Redpoint product terms
The tables below describes terms that are specific to Redpoint products.
All products
The table below describes terms used across multiple Redpoint products.
Term | Definition |
---|---|
Audience | Composed of a series of segments, audiences wrap up the logic involved in determining to whom messages are to be delivered when executing your interactions. |
Campaigns | Activation workflows executed in Redpoint Orchestration that utilize data for targeted marketing. These campaigns consist of triggers, audiences and segments, resolution, and suppression rules. For example, an offer for 25% off or a birthday email. |
Cap value | Allows the user to limit the number of records pulled in a given split either by volume (a set number, like 500) or percentage (for example, only 10% of the total selection for that split). Typically, this is done in the context of A/B testing or where there is limited inventory (for example, I have only 500 of these super-special coupon codes, so I want to limit the selection to 500 people). |
Golden Record | The Golden Record is an aggregate of information related to an individual. Records containing personally identifiable information (PII) are assigned a unique identifier, Individual ID, through a matching procedure. Consequently, multiple records may correlate to one person (Individual), reflecting various PII details, such as an individual having two distinct email addresses linked to them. The Golden Record consolidates data from multiple sources into a singular, authoritative record for an individual or individual and business unit.
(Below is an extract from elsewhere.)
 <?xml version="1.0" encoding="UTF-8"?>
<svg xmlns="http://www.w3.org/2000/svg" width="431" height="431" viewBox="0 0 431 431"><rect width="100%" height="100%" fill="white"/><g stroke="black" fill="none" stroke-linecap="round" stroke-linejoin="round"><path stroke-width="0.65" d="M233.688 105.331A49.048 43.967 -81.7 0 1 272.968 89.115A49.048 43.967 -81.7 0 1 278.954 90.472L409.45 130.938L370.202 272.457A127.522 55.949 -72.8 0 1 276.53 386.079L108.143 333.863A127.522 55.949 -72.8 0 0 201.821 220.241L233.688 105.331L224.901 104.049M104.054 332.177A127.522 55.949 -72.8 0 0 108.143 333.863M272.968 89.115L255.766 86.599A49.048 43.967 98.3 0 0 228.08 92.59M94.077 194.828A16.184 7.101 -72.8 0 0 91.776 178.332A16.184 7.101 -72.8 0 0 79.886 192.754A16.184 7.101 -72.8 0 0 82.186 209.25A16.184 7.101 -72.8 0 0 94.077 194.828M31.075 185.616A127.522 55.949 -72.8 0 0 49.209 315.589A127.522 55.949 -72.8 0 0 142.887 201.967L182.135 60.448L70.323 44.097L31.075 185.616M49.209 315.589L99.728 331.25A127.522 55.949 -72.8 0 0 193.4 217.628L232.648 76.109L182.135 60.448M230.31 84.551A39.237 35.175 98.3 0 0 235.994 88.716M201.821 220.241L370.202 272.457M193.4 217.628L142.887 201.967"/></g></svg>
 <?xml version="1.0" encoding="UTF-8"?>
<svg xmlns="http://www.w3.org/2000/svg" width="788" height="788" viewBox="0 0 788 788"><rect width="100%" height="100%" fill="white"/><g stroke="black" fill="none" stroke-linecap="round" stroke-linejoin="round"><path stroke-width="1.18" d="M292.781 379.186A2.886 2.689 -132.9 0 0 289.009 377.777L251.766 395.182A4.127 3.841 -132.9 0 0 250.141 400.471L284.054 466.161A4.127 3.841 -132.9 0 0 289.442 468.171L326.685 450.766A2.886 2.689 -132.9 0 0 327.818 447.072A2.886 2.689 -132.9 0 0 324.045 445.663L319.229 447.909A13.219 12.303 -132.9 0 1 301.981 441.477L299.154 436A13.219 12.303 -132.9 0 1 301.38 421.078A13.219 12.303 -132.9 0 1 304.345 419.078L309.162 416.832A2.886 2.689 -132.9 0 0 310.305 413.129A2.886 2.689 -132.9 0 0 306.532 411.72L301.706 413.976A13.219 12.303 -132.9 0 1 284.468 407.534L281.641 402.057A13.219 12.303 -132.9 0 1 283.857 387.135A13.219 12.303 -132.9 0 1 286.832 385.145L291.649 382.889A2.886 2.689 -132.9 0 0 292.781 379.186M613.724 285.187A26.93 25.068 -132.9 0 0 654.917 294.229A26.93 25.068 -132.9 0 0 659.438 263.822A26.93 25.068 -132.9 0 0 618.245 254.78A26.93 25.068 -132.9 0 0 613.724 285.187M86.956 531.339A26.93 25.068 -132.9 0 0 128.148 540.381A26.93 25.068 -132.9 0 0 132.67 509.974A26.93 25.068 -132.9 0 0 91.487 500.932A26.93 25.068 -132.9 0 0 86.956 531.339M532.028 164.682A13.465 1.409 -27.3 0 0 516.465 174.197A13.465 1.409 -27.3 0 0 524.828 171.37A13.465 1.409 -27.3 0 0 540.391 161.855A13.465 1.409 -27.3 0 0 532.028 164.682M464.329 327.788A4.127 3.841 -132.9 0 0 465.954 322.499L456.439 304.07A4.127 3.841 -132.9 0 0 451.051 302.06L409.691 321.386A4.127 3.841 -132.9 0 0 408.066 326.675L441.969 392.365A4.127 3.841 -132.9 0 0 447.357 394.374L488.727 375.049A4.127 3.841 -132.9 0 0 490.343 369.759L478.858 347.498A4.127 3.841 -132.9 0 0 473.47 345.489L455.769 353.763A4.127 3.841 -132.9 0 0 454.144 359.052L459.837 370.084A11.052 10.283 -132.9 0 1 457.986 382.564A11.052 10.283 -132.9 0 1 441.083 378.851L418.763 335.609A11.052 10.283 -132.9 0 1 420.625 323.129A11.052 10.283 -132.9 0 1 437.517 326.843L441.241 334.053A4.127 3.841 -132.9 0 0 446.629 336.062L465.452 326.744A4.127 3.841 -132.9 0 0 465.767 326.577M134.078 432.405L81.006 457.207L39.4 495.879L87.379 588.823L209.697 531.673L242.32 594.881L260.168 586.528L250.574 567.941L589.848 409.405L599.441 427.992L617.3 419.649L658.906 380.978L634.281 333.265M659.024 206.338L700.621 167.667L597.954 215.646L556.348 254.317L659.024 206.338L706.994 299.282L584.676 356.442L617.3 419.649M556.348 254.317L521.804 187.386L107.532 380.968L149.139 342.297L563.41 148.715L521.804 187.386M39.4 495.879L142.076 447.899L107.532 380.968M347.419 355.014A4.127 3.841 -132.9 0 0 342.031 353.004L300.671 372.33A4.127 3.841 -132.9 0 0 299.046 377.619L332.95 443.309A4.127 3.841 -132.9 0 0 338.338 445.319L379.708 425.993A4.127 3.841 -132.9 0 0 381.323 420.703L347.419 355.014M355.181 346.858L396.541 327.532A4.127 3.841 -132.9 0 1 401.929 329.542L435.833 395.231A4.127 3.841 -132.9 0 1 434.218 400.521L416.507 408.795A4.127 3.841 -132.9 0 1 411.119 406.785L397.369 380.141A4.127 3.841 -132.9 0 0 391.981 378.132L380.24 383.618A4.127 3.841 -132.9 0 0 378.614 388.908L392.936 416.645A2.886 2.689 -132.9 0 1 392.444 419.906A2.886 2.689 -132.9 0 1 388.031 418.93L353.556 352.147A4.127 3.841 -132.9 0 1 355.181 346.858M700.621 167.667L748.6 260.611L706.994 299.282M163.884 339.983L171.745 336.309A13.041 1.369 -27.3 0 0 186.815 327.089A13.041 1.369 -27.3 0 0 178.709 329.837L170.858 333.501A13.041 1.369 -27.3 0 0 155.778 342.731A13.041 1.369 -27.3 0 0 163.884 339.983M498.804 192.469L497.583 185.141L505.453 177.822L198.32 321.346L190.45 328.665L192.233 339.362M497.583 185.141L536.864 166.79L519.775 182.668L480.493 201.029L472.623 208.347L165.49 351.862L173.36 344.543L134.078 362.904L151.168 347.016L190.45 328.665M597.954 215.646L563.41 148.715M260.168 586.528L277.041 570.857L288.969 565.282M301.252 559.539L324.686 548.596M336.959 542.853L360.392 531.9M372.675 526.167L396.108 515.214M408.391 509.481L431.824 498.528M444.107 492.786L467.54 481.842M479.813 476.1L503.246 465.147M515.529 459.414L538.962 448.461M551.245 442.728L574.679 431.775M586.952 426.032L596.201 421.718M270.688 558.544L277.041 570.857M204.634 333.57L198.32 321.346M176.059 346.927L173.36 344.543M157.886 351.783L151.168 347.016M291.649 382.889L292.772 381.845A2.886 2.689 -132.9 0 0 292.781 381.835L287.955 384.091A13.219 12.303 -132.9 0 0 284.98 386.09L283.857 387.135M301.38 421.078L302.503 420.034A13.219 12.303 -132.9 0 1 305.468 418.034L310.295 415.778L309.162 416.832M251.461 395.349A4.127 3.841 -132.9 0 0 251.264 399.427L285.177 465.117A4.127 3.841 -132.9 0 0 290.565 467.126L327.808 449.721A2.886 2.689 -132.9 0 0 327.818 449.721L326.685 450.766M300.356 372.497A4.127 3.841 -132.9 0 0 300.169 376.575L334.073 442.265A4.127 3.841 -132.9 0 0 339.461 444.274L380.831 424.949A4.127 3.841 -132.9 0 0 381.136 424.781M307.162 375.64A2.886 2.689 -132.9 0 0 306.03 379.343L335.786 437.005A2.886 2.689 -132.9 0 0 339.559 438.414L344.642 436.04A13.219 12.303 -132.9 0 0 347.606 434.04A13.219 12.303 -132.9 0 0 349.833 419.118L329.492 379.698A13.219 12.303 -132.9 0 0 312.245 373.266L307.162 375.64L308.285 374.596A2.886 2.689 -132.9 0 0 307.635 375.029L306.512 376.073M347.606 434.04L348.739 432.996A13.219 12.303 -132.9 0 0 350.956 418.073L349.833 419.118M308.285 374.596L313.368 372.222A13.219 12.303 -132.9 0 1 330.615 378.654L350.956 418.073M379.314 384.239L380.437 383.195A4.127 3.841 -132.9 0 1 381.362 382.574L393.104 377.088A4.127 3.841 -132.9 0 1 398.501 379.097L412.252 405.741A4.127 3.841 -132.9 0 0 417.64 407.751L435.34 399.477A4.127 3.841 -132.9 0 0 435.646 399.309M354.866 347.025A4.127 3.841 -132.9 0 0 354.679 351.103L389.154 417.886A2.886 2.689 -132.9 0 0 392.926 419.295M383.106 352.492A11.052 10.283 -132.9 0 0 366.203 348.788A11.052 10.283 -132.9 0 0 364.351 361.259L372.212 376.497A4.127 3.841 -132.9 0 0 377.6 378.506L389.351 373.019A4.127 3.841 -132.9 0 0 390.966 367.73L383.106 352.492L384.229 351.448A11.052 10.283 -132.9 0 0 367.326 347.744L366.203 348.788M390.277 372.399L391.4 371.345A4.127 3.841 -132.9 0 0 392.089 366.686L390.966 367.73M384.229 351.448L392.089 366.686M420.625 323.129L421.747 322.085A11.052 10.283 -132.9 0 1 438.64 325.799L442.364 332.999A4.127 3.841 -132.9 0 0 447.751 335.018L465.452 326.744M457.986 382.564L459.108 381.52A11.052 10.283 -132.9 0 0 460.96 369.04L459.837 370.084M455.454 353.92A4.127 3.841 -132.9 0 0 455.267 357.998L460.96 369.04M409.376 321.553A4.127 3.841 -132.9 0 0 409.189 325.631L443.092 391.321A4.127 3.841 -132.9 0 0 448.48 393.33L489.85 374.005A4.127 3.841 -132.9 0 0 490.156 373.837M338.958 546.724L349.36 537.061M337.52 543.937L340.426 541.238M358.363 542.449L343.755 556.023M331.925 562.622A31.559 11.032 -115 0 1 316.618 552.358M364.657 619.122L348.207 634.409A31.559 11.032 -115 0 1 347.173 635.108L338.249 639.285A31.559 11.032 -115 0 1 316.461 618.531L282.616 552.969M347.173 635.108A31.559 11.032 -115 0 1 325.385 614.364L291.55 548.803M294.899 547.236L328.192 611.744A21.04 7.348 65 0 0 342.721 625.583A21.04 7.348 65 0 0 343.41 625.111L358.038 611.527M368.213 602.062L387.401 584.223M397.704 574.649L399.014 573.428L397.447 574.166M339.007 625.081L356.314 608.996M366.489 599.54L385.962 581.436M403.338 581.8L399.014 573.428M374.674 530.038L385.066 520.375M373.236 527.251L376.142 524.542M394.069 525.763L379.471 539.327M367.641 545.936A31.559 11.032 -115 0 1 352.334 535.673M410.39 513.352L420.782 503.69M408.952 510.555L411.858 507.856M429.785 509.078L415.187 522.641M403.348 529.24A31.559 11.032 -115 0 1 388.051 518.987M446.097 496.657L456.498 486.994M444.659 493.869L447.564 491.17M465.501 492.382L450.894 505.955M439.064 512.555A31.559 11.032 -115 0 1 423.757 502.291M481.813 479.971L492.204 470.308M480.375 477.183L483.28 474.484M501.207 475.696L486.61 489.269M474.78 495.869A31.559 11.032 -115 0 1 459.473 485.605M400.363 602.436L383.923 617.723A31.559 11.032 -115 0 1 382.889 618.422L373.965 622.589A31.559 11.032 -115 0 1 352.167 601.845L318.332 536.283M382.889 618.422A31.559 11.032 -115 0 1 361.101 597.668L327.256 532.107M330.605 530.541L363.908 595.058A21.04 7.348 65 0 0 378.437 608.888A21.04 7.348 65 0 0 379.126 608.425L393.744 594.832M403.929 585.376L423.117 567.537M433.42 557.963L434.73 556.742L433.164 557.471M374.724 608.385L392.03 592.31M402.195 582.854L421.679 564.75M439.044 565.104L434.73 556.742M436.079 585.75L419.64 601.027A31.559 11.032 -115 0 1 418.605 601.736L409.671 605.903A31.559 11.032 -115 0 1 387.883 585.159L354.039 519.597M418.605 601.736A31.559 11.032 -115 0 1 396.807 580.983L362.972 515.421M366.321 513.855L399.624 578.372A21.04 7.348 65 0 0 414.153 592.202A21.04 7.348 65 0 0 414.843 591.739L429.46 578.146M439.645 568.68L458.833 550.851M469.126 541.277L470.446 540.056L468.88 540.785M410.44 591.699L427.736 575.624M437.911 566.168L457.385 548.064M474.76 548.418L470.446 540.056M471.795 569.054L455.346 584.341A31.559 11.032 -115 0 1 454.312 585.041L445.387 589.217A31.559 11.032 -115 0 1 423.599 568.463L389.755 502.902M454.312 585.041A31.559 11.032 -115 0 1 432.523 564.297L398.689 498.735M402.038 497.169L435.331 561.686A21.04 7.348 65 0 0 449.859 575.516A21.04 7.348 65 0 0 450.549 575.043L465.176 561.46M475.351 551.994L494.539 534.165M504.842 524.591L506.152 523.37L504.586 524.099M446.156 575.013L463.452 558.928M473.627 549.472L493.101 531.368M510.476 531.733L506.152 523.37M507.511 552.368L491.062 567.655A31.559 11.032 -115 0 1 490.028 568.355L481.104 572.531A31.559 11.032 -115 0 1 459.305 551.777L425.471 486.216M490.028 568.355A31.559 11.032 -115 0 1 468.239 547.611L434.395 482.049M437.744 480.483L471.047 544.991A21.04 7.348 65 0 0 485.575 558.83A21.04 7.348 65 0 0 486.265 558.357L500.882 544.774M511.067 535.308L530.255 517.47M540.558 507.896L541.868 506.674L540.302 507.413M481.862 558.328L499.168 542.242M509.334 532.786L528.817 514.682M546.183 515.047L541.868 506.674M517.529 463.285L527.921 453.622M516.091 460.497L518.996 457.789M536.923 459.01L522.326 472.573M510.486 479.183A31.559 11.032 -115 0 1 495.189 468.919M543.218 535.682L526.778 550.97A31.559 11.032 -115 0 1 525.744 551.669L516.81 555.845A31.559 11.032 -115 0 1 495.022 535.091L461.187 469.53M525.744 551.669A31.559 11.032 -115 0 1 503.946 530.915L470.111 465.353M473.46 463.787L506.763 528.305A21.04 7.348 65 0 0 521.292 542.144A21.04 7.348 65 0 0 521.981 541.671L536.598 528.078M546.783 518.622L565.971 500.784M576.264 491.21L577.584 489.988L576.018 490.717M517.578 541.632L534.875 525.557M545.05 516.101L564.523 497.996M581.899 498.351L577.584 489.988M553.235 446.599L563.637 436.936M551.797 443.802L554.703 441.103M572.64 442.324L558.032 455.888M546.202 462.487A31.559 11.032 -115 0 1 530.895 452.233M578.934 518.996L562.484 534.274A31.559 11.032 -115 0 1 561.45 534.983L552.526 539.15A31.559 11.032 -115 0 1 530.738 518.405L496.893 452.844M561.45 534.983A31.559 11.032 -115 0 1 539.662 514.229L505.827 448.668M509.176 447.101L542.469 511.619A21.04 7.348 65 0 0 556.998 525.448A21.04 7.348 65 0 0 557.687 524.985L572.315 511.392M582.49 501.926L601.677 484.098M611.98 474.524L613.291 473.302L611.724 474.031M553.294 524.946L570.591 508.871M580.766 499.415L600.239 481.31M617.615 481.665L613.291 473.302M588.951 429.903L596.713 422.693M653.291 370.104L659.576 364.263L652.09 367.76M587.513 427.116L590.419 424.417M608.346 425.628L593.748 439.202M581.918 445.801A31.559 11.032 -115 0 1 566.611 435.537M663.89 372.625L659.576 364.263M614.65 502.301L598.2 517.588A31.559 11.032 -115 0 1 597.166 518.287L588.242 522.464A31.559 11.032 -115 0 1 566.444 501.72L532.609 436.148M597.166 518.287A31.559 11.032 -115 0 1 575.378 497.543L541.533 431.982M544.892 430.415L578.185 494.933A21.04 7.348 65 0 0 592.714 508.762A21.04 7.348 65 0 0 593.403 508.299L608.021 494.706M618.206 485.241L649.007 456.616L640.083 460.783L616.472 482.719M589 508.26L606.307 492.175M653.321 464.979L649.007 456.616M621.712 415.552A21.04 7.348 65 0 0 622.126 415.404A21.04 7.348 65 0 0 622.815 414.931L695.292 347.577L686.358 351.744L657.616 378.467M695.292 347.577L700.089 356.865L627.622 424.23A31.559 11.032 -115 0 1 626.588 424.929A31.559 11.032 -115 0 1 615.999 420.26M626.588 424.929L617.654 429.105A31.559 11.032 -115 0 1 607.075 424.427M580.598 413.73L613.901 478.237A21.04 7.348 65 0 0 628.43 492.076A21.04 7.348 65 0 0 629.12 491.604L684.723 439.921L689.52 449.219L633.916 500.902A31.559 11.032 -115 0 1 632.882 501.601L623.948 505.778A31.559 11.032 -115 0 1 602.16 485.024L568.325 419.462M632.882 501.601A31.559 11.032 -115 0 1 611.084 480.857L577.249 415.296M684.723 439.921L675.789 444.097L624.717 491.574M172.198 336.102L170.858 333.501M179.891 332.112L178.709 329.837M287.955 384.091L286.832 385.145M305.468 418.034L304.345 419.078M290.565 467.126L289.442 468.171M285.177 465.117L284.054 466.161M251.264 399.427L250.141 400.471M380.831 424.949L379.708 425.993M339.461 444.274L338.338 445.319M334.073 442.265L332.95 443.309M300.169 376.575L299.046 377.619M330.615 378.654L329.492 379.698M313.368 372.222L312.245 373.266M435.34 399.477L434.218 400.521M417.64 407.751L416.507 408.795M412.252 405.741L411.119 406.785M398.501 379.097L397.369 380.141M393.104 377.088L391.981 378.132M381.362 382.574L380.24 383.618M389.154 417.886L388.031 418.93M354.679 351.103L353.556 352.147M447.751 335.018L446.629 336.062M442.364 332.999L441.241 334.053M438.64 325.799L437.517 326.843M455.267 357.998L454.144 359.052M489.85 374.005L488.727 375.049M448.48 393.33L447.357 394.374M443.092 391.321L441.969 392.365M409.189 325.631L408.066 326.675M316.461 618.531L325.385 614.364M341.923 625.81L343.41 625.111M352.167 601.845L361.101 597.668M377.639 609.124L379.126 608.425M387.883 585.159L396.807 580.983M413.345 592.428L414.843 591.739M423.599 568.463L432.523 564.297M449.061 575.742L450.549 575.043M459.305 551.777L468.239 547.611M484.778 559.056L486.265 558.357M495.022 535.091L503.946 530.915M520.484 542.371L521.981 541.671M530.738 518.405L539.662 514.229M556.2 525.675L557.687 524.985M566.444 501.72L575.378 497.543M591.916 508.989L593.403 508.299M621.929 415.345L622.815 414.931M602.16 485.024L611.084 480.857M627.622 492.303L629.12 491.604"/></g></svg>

This master record contains the "Best Data" selected based on predefined rules. For instance, if a person has two email addresses, only one is chosen for the Golden Record, potentially using criteria such as the most recent email with an opt-in status. The Golden Record links various aggregates in the system to get a 360 degree view of the customer data and actions for the individual. |
Split | A way to uniquely identify and edit down a subset of your audience, whether for downstream reporting/analytics, different treatment, or both. |
Redpoint CDP
The table below describes terms from the Redpoint CDP product.
Term | Definition |
---|---|
Aggregates | The calculations specific to core and each vertical that define the data that resides in the summary tables and is available for segmentation; the aggregates all have specific data elements passed in feed layouts required for processing. Examples:
|
Base tables | The main tables in the database that contain the base values used for aggregate processing. |
Core data model | Contains objects grouped in logical subject areas that are not specific to any industry vertical and can deployed on their own, such as Identity Resolution, Customer, Contact Authorization, Campaign & Response Event data, etc. Learn more about the Data model. |
Data Inventory | A comprehensive list of the data required to construct the CDP.
|
Database quality metrics |
|
Extension Tables | Tables where additional data can be ingested. This data can be exposed in orchestration but is not part of the aggregate processing without customization. |
Feed | A logical grouping of data in an accepted format (e.g., file, database table, queue, etc.). Feeds are subsets of sources particular to a data grouping. A feed is the atomic unit of Redpoint CDP, the smallest unit of data that the CDP handles. Think of a feed as:
Examples include:
|
Feed frequency | A value assigned to a feed that sets the time interval between feed run starts. If a feed starts execution after its feed frequency has expired, the feed is stale.
|
Feed layout | A standard file layout that is used for data ingestion. Each feed layout is designed to capture data related to the specific business subject area, such as customer profile, loyalty account, retail product, retail transaction, etc. A feed layout contains a list of standard data elements that should be consumed as well as the mapping of each data element to the table and column within the database along with the transformation rules, validation rules, data population rules, and valid values.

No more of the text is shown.